Segment Start: Data shown
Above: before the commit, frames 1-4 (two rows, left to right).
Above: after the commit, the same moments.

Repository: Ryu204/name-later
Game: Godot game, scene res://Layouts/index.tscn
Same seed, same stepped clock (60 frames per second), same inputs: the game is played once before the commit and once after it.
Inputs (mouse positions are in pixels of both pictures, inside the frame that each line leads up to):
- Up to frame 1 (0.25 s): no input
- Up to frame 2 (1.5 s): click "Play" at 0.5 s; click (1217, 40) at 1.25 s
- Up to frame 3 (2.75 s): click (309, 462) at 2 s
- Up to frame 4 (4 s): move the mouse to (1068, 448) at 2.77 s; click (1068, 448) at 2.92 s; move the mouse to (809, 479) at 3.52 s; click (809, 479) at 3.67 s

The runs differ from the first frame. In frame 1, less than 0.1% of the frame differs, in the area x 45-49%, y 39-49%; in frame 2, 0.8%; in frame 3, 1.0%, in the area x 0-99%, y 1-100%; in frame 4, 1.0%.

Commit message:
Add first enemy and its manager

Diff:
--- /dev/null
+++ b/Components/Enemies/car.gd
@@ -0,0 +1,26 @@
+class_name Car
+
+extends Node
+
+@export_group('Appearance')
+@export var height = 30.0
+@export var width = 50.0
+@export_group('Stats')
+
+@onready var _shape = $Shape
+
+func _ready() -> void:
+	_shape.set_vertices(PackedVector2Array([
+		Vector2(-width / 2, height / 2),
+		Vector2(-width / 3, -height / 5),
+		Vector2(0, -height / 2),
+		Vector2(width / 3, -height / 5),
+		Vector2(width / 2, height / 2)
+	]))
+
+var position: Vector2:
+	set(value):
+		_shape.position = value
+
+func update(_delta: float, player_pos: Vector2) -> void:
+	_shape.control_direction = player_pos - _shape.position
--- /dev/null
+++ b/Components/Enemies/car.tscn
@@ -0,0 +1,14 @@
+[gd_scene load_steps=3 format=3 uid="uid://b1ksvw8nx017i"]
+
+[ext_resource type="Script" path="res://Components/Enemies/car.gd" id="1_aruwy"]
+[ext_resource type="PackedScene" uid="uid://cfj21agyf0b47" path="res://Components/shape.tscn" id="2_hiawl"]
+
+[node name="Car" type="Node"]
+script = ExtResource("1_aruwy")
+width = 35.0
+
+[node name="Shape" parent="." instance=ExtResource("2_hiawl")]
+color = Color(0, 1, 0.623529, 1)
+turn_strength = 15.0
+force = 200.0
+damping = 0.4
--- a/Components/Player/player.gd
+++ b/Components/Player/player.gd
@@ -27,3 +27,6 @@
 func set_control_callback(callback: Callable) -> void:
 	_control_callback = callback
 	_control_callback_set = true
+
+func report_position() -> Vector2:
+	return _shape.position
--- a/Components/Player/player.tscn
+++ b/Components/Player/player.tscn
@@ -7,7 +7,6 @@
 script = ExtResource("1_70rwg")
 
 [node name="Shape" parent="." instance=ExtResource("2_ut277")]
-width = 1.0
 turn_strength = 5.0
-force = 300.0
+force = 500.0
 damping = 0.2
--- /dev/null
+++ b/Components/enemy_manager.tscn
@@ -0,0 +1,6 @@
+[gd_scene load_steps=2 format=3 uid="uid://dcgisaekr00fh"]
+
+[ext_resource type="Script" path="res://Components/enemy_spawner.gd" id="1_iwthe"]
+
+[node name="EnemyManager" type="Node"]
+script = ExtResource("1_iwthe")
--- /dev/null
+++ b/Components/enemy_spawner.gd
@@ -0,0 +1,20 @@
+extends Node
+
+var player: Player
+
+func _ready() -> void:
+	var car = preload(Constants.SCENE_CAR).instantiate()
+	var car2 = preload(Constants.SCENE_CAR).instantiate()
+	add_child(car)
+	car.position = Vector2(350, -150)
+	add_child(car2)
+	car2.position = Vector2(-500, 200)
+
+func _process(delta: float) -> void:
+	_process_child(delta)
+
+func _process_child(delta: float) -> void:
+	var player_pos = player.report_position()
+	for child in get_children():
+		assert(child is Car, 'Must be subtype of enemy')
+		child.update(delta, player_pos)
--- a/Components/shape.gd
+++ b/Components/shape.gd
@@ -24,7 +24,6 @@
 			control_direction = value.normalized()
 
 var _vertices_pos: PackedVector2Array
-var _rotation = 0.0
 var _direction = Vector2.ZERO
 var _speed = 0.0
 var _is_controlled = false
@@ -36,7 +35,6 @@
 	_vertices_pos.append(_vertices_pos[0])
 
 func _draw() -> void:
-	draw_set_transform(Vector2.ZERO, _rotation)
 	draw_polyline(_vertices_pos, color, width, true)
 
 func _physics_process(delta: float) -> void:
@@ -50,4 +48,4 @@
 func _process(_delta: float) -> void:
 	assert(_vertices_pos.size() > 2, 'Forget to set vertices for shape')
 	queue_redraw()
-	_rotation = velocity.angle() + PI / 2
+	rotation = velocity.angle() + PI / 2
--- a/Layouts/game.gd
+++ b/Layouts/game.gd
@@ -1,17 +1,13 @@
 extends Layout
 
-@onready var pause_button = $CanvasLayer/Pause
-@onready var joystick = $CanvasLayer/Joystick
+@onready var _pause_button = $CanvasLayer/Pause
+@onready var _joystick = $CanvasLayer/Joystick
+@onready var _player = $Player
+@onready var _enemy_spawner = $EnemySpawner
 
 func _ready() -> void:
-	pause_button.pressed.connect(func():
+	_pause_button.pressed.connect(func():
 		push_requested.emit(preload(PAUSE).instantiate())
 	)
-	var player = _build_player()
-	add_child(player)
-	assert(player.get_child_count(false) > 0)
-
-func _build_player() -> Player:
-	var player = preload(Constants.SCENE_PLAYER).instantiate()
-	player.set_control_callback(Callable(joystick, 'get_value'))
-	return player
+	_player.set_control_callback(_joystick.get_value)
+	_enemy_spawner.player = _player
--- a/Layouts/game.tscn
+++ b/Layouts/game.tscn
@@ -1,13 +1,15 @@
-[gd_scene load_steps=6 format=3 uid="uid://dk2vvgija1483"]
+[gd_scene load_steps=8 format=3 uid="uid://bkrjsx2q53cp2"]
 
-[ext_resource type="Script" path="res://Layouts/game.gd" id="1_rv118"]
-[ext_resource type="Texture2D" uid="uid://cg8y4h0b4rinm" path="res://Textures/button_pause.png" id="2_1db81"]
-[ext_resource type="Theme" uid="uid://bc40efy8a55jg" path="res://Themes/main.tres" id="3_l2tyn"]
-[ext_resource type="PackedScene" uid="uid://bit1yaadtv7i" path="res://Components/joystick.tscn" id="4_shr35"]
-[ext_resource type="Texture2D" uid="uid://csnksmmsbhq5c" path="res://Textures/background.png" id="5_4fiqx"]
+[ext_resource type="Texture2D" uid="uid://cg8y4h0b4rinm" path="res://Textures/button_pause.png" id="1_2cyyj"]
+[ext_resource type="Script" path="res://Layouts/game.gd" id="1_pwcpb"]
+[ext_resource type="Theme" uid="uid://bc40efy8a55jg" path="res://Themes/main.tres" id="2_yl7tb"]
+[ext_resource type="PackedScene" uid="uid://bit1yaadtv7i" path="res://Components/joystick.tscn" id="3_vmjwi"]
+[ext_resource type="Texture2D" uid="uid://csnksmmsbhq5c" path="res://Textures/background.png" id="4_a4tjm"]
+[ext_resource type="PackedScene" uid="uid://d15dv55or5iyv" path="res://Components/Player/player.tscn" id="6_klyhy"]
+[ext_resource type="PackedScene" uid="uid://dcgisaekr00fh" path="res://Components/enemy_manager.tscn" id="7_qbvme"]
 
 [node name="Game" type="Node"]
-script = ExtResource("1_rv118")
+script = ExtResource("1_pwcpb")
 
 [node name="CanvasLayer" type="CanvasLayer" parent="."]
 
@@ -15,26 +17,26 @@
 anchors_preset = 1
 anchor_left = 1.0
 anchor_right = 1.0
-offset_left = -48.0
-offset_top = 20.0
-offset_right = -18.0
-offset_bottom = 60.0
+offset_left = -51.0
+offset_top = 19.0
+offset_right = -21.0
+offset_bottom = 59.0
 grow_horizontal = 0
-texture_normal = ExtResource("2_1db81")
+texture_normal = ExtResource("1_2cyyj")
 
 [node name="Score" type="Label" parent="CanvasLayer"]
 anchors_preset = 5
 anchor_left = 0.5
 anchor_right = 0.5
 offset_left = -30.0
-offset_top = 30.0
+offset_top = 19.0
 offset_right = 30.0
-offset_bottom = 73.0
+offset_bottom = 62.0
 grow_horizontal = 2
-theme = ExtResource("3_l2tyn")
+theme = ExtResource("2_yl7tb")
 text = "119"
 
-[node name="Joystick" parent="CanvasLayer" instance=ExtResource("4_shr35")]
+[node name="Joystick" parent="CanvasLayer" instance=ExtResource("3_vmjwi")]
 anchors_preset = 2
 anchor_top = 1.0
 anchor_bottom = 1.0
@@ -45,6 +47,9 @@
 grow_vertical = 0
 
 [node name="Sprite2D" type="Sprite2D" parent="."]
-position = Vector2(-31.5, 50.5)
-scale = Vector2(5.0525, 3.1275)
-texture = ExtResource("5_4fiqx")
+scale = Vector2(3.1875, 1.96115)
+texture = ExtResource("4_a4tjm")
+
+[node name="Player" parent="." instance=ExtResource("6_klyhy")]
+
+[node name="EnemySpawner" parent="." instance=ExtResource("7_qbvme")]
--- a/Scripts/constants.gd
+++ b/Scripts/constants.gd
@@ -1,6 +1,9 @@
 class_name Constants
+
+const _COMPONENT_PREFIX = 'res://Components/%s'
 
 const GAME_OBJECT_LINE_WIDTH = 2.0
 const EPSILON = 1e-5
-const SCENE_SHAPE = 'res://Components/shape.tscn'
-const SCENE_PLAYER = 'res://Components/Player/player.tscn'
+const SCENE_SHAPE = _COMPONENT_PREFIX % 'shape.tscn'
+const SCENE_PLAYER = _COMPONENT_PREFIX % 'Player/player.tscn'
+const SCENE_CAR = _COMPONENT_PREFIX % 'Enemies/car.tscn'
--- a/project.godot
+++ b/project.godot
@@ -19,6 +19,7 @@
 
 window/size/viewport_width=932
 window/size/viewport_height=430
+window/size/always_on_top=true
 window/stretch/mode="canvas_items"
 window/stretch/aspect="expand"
Segment End: Data shown
**Required work**
For every line of the material above that contains the word "update", show the line.

**Completed exercise**
+func update(_delta: float, player_pos: Vector2) -> void:
+		child.update(delta, player_pos)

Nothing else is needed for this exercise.